Now I actually feel pretty bad about this recent development. As a writer (who is married to a writer), I’ve always lived modestly. I drive a six-year-old bare-bones Honda. Many of my clothes are hand-me-downs from my father, a man with excellent taste. Heck, I started building furniture because we couldn’t afford the antiques we wanted.

But I’ve never developed a taste for cheap tools. My first table saw was a 1970s-era Craftsman (price: free). I spent as much time adjusting the lame fence as I did ripping with it. My first chisels and planes were the Popular Mechanics brand (yes, I see the irony), and the edges folded like tin foil whenever they were asked to cut anything other than pine. I could go on and on with this list.

Poor-quality tools stink. So I began acquiring high-quality vintage tools and machines (an Atlas drill press, Swan chisels, Stanley Type 11 handplanes). These were (and still are) great tools. But they took a lot of work to bring back to life. Metalwork. Filings. Grease. Pressing bearing. I found that I don’t like metalworking nearly as much as woodworking.

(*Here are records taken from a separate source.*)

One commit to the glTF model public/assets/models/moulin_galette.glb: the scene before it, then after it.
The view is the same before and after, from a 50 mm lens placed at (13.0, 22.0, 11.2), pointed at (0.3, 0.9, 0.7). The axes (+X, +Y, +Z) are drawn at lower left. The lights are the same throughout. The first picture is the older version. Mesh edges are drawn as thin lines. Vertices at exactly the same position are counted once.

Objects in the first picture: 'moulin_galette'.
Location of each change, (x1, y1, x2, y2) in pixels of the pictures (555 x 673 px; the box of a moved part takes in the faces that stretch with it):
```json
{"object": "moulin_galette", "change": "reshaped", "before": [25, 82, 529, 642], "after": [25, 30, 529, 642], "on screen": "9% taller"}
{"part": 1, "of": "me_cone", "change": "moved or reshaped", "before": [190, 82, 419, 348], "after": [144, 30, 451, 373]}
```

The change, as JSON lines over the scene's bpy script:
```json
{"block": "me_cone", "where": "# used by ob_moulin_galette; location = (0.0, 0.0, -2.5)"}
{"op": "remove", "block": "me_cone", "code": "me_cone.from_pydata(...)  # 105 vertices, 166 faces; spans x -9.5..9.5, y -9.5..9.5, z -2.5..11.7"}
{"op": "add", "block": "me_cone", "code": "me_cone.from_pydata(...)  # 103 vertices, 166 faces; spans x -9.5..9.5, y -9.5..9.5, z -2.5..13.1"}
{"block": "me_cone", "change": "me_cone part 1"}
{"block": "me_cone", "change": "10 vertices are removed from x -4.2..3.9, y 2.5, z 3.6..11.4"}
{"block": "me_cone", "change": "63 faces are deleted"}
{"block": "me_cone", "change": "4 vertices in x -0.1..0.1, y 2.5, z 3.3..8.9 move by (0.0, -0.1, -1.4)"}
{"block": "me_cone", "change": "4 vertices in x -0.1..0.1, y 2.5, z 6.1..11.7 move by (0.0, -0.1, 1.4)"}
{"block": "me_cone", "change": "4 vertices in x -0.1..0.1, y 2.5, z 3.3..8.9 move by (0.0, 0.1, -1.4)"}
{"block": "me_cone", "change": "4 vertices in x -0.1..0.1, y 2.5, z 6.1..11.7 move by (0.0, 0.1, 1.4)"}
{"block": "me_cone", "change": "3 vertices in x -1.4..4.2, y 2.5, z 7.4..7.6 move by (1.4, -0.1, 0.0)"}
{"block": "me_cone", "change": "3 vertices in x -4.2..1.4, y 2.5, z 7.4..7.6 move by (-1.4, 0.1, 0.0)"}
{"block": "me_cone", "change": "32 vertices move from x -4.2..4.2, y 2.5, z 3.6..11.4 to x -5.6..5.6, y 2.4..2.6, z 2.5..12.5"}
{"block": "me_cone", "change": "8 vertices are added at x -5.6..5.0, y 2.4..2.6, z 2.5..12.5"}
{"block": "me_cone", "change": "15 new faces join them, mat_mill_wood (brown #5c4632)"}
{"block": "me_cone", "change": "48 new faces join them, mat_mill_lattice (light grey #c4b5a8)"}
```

So I bought a Delta Unisaw. I bought nice Japanese chisels and saws from Lee Valley Tools. I bought a Lie-Nielsen plane. Each purchase hurt the bank account; but on the plus side, I’ve never had to replace any of these tools. And I suspect I never will. Every time I turn on my table saw, it works as advertised. Every time I cut a dovetail, the only errors are caused by my own ineptness. And every time I go to plane a board, the results are completely predictable.

But these arguments don’t work well with the spouses. I’ve tried. So I apologize to them. I try to untangle myself from the conversation. And I furiously hope that each of you will build something spectacular with these tools. Nothing defuses the expense of the means like the beauty of the results.